- Battle of Idomene: Part of the Peloponnesian War
| Date | 426 BC |
| Location | Idomene |
| Result | Athenian victory |

Belligerents
- Athens Amphilochia Acarnanian League: Ambracia

Commanders and leaders
- Demosthenes: Unknown

Strength
- 7,000: 6,000

Casualties and losses
- 400: 1,000

= Battle of Idomene =

Battle during the Peloponnesian War (426 BC)

The Battle of Idomene took place during the Peloponnesian War in 426 BC, between the Athenians and the Ambracians.

The Ambracians, who were allies of the Spartans, had sent a relief force to help the army that had invaded Amphilochia previously.
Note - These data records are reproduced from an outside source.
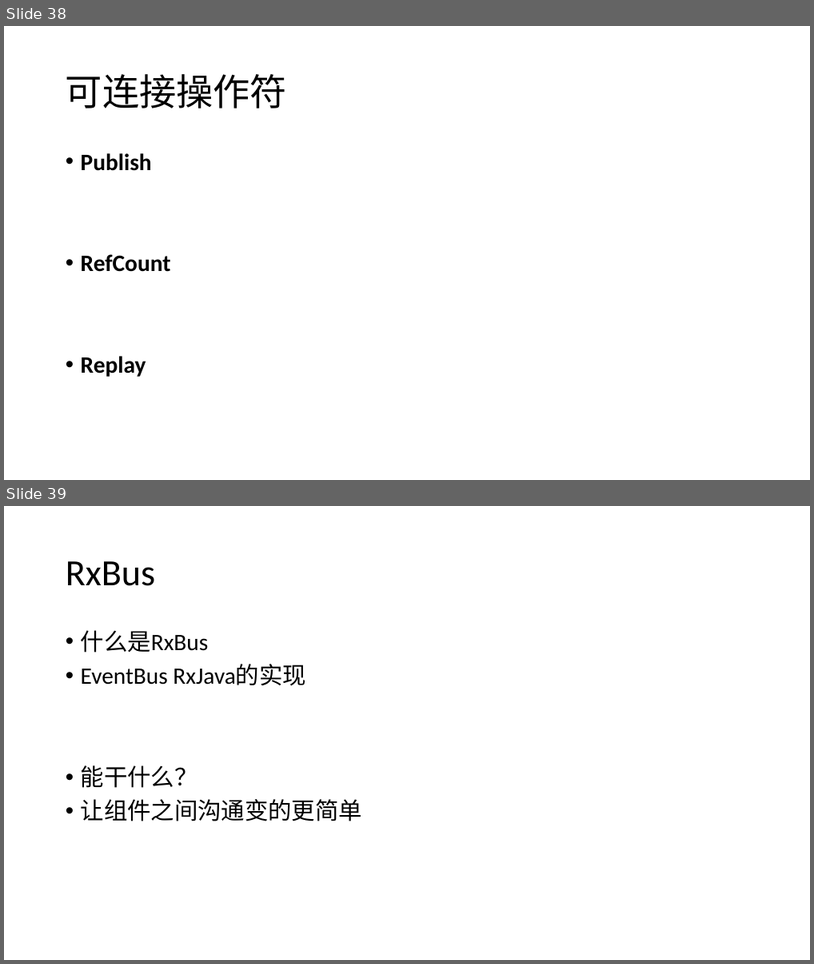
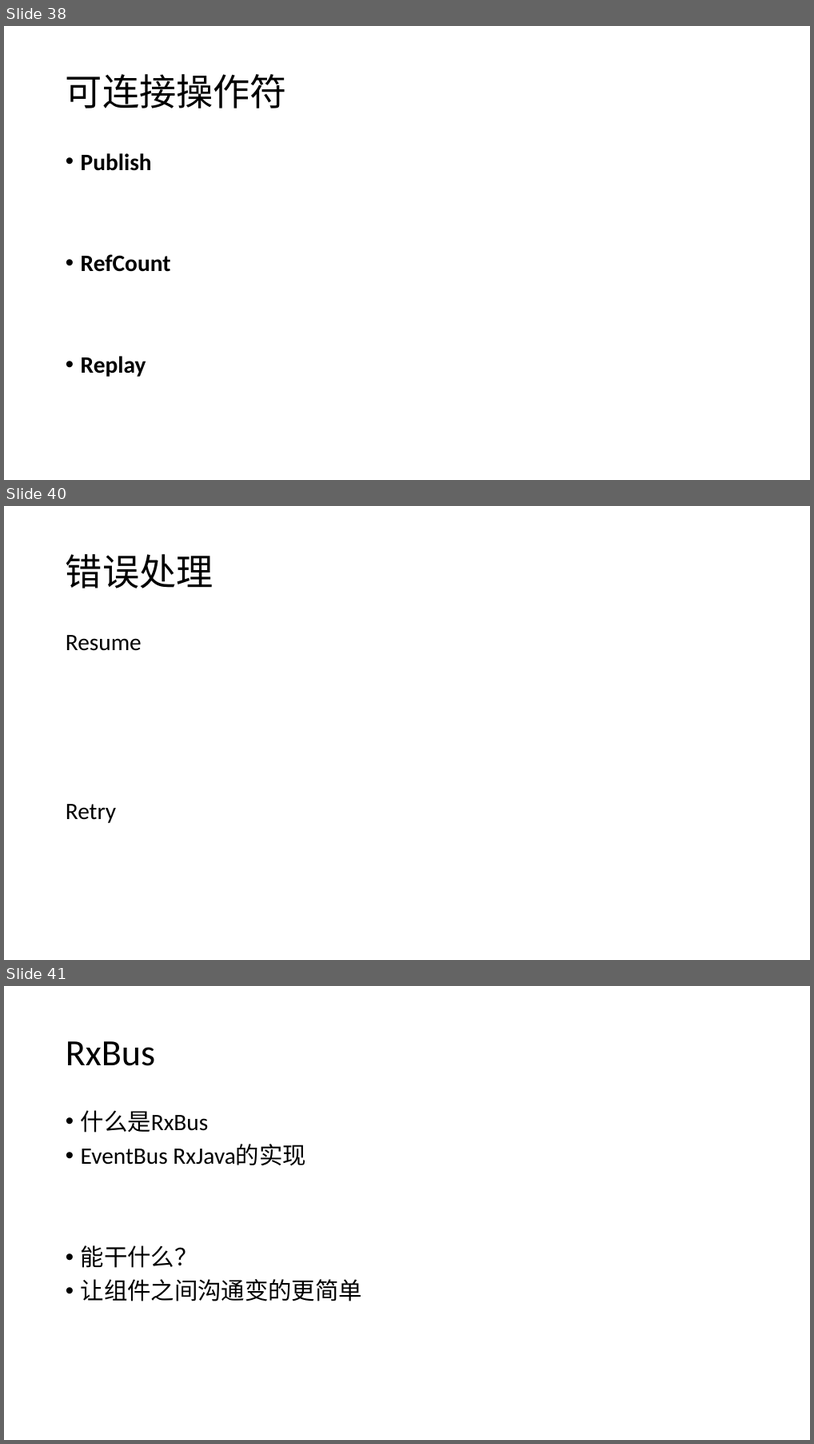
Before and after one commit to CyrusCeasar/rxjava_demo, a slide deck: res/rxJava.pptx. Shown one above the other, each under a label of ours: slides 38 and 39 before the commit, slides 38, 40 and 41 after it; the slides between them are not shown. The pictures are 814x964 and 814x1444 pixels, drawn with LibreOffice and Linux fonts; fonts in the diff are those of the drawing. Boxes give left, top, right and bottom in pixels: in the first picture for what was removed or moved away, otherwise in the second. Text is boxed around its words. In the diff, an @@ line names an element or a change of style, - is before the commit and + after.

Commit message:
1.增加rxjava 其他处理类

```diff
--- a/res/rxJava.pptx
+++ b/res/rxJava.pptx
@@ slide 40 added at (x1=4, y1=506, x2=810, y2=960), background #FFFFFF @@
@@ title added at (x1=66, y1=554, x2=214, y2=588), 44 pt, text #000000 @@
+错误处理
@@ text added at (x1=66, y1=635, x2=142, y2=823), 28 pt, text #000000 @@
+Resume
+Retry
@@ what was slide 39 is now slide 41 @@
```
Also in this commit, not shown: 2 other slides added, 1 slide removed, 10 other files.
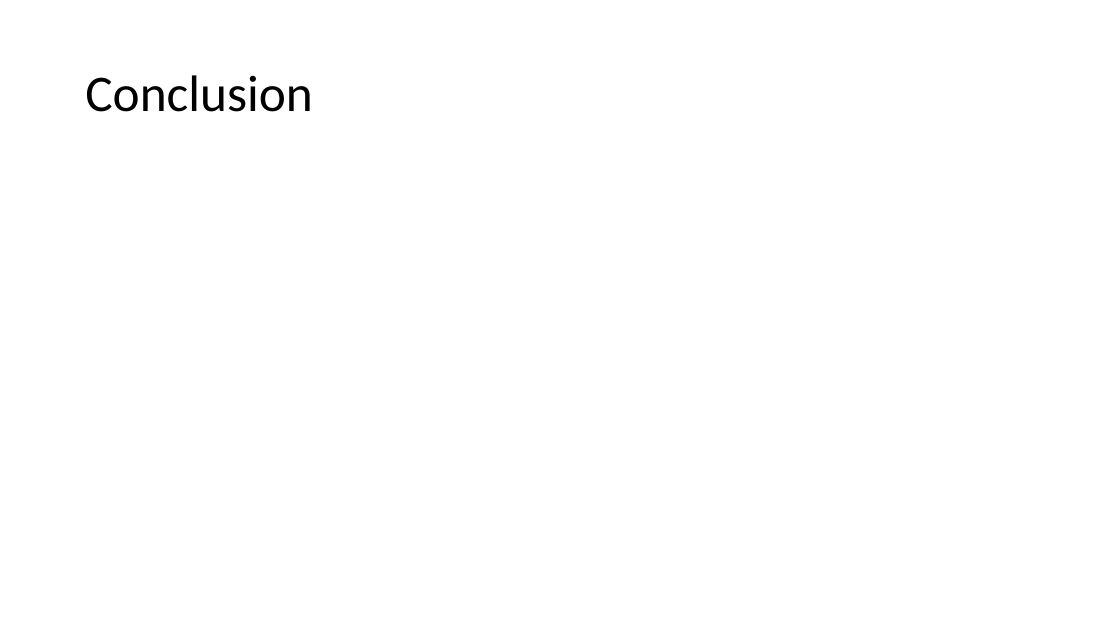
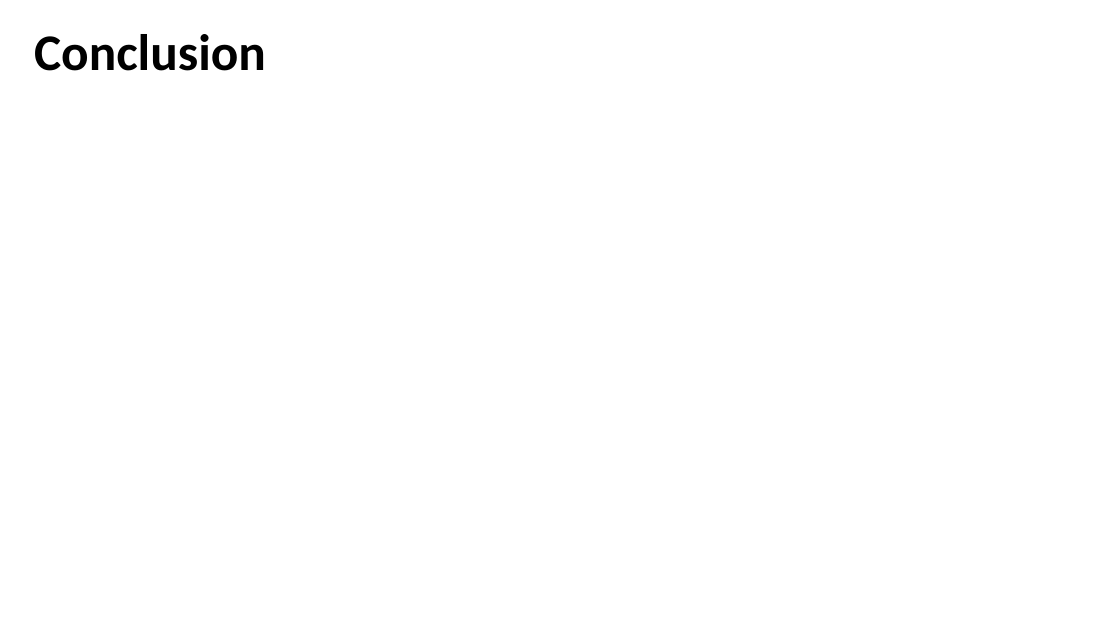
Before and after one commit to NikoRohr/DOE-YOLOv11, a slide deck: slide 10 of presentation.pptx (slide 8 before the commit). Drawn at 1120x630 pixels with LibreOffice and Linux fonts; fonts in the diff are those of the drawing. Boxes give left, top, right and bottom in pixels: in the first picture for what was removed or moved away, otherwise in the second. Text is boxed around its words. In the diff, an @@ line names an element or a change of style, - is before the commit and + after.

```diff
--- a/presentation.pptx
+++ b/presentation.pptx
@@ title "Conclusion": place and size @@
-title "Conclusion" at <box>85,75,313,112</box>
+title "Conclusion" at <box>34,34,266,71</box>
@@ title "Conclusion" at <box>34,34,266,71</box>: bold on @@
```
Also in this commit, not shown: 5 other slides changed, 4 slides added, 1 slide removed, 1 other file.
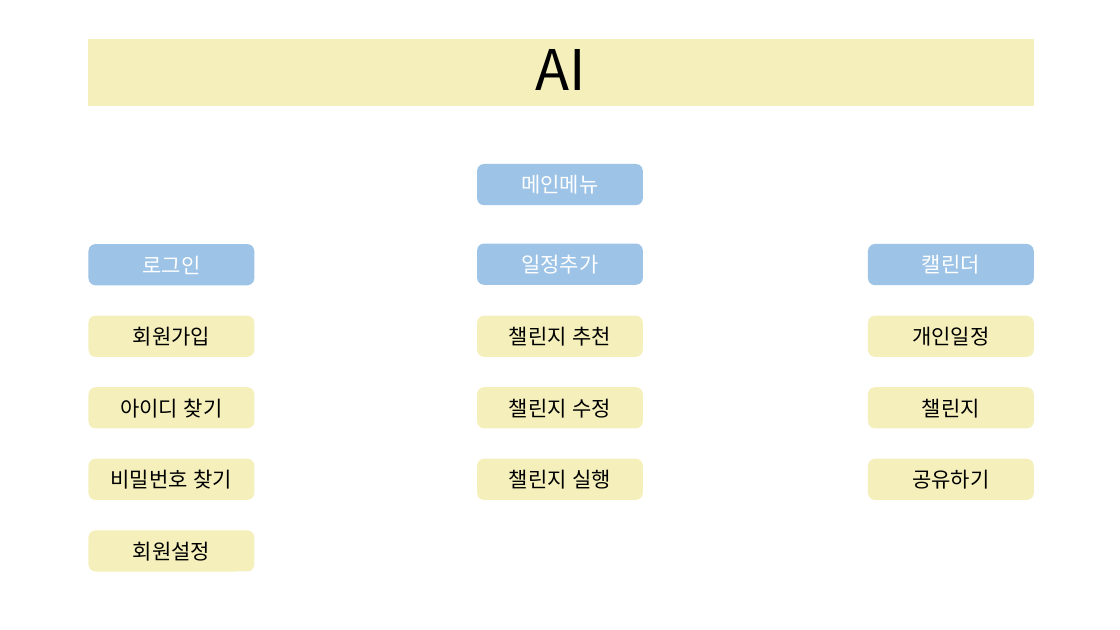
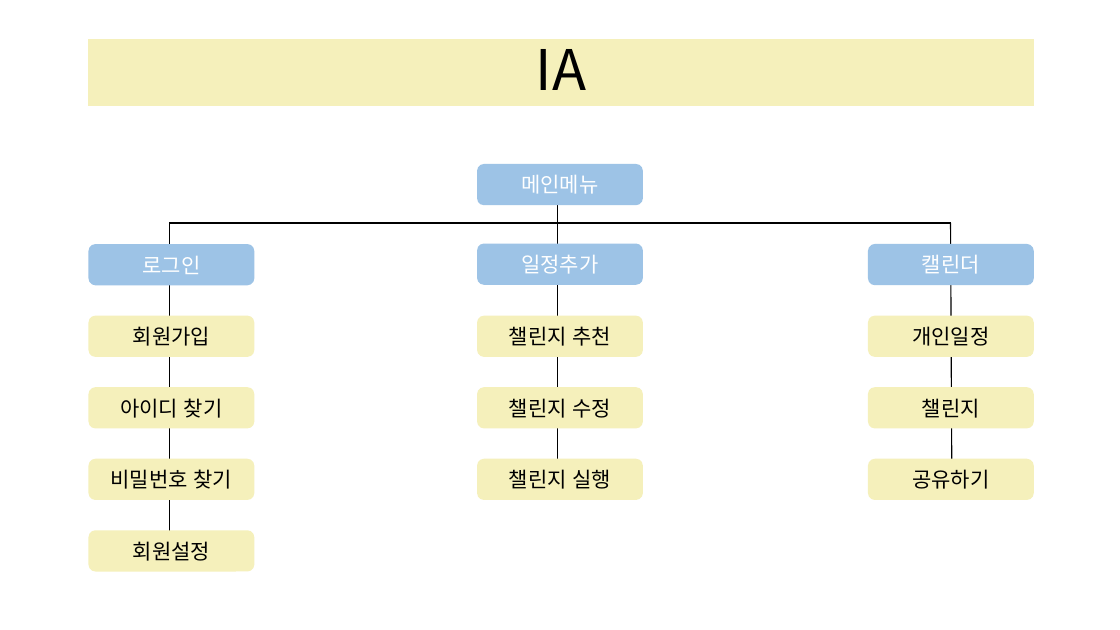
Before and after one commit to elquineas/elquineas.github.io, a slide deck: slide 9 of 갓생살기_ver2(김도연).pptx (slide 6 before the commit). Drawn at 1120x630 pixels with LibreOffice and Linux fonts; fonts in the diff are those of the drawing. Boxes give left, top, right and bottom in pixels: in the first picture for what was removed or moved away, otherwise in the second. Text is boxed around its words. In the diff, an @@ line names an element or a change of style, - is before the commit and + after.

Commit message:
ppt_수정_2

```diff
--- a/갓생살기_ver2(김도연).pptx
+++ b/갓생살기_ver2(김도연).pptx
@@ text in rectangle at [536,33,586,90]: text changed @@
-AI
+IA
@@ line added from (557, 184) to (557, 485), #000000 1 pt @@
@@ line added from (951, 223) to (170, 223), #000000 1 pt @@
@@ line added from (170, 223) to (170, 562), #000000 1 pt @@
@@ line added from (951, 223) to (952, 485), #000000 1 pt @@
```
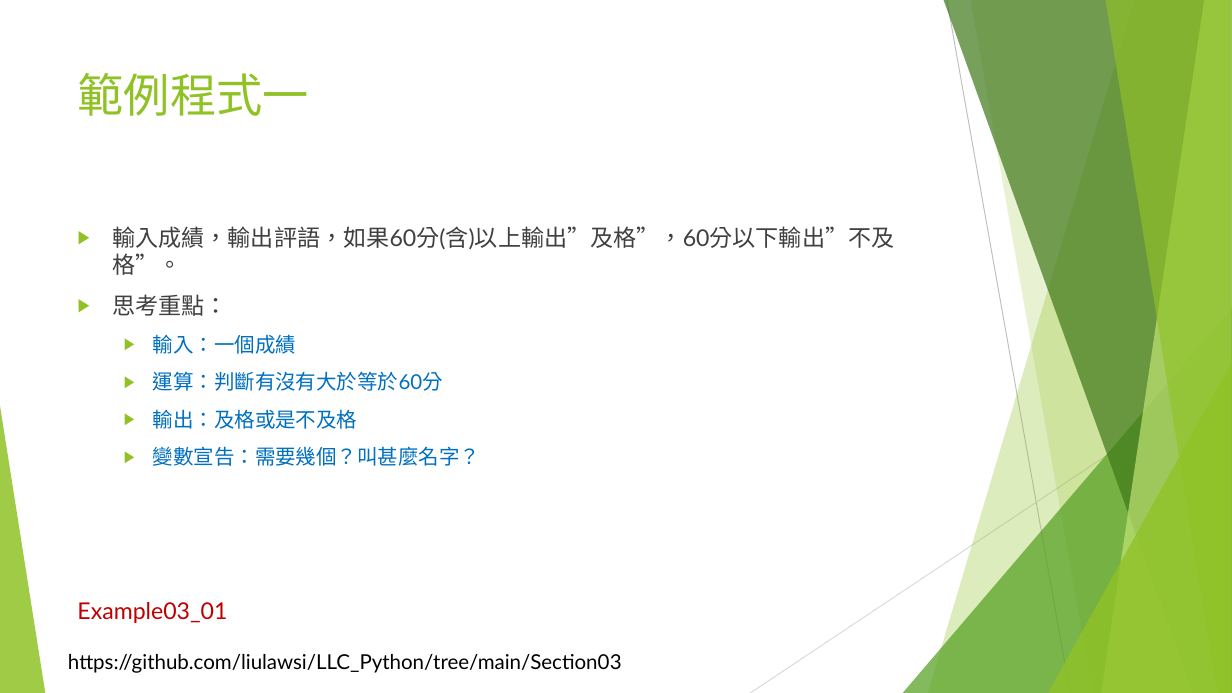
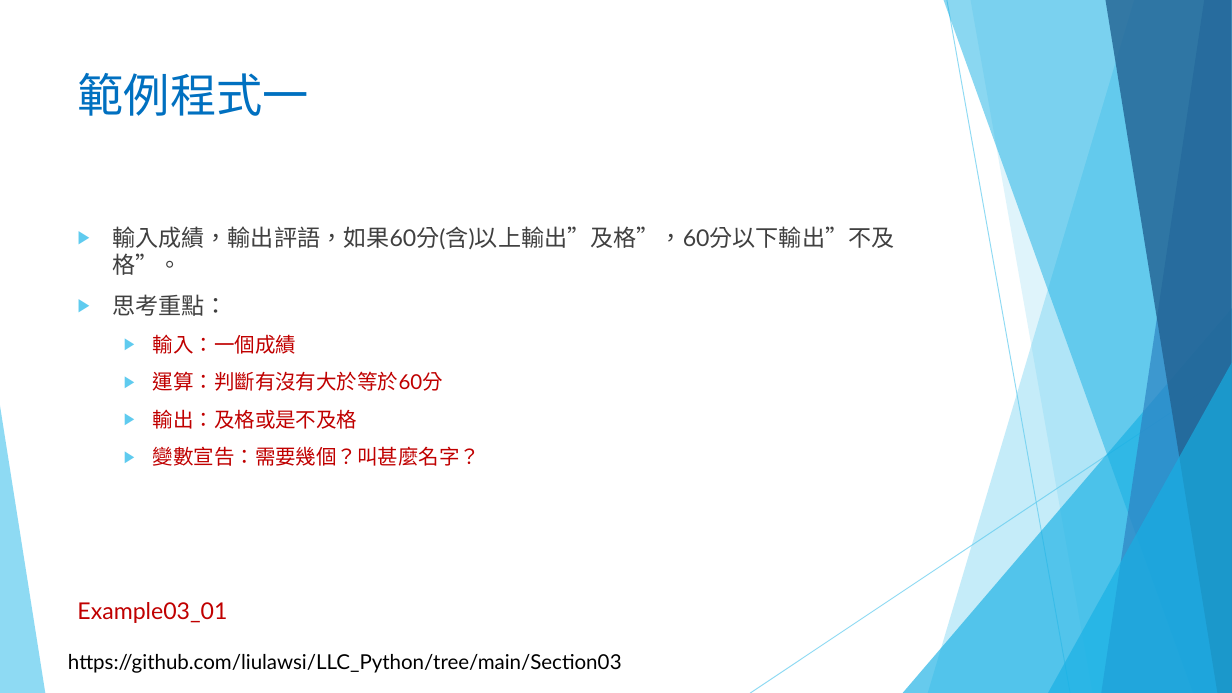
Before and after one commit to liulawsi/My_PPTs, a slide deck: slide 4 of LCC/Python/03流程控制(分支).pptx. Drawn at 1232x693 pixels with LibreOffice and Linux fonts; fonts in the diff are those of the drawing; background and template pictures are left out. Boxes give left, top, right and bottom in pixels: in the first picture for what was removed or moved away, otherwise in the second. Text is boxed around its words. In the diff, an @@ line names an element or a change of style, - is before the commit and + after.

```diff
--- a/LCC/Python/03流程控制(分支).pptx
+++ b/LCC/Python/03流程控制(分支).pptx
@@ freeform shape at (928, 0, 1232, 693): fill #90C226 at 30% opacity to #5FCBEF at 36% opacity @@
@@ freeform shape at (944, 0, 1232, 693): fill #3F7819 at 70% opacity to #17B0E4 at 50% opacity @@
@@ line (947, 0) - (1070, 693): stroke #BFBFBF 0.75 pt to #5FCBEF 0.75 pt @@
@@ freeform shape at (970, 0, 1232, 693): fill #90C226 at 20% opacity to #5FCBEF at 20% opacity @@
@@ freeform shape at (1102, 0, 1232, 693): fill #C0E474 at 70% opacity to #2E83C3 at 70% opacity @@
@@ freeform shape at (1105, 0, 1232, 693): fill #90C226 at 65% opacity to #226292 at 80% opacity @@
@@ title "範例程式一" at (78, 73, 309, 116): text colour #90C226 to #0070C0 @@
@@ text "輸入成績，輸出評語，如果60分(含)以上輸出”及格”，60分以下輸出”不及格”。" at (112, 226, 894, 466): text colour #0070C0 to #C00000 in "輸入：一個成績", "運算：判斷有沒有大於等於60分", "輸出：及格或是不及格", "變數宣告：需要幾個？叫甚麼名字？"; bullet colour #90C226 to #5FCBEF @@
@@ triangle at (903, 308, 1232, 693): fill #54A021 at 72% opacity to #17B0E4 at 66% opacity @@
@@ line (1232, 372) - (750, 693): stroke #D9D9D9 0.75 pt to #5FCBEF 0.75 pt @@
@@ triangle at (1048, 363, 1232, 693): fill #90C226 at 80% opacity to #17B0E4 at 66% opacity @@
@@ triangle at (0, 406, 45, 693): fill #90C226 at 85% opacity to #5FCBEF at 70% opacity @@
```
Also in this commit, not shown: 24 other slides changed, 5 other files.

Unbeknownst to the Ambracians, the first army had been defeated, surrounded and scattered by the allied Athenians, Amphilochians and Acarnanians the day before. The Ambracians, unaware of the incoming Athenian army, camped on the lower of two steep hills. Demosthenes, the Athenian commander, occupied the higher hill, obtaining a strategic advantage. Before dawn, while the Ambracians were still asleep, they were attacked and destroyed by the Athenians.

Overall, the Ambraciots lost about 1,000 men over the two battles. Thucydides describes this disaster: "Indeed, this was by far the greatest disaster that befell any one Hellenic city in an equal number of days during this war; and I have not set down the number of the dead, because the amount stated seems so out of proportion to the size of the city as to be incredible".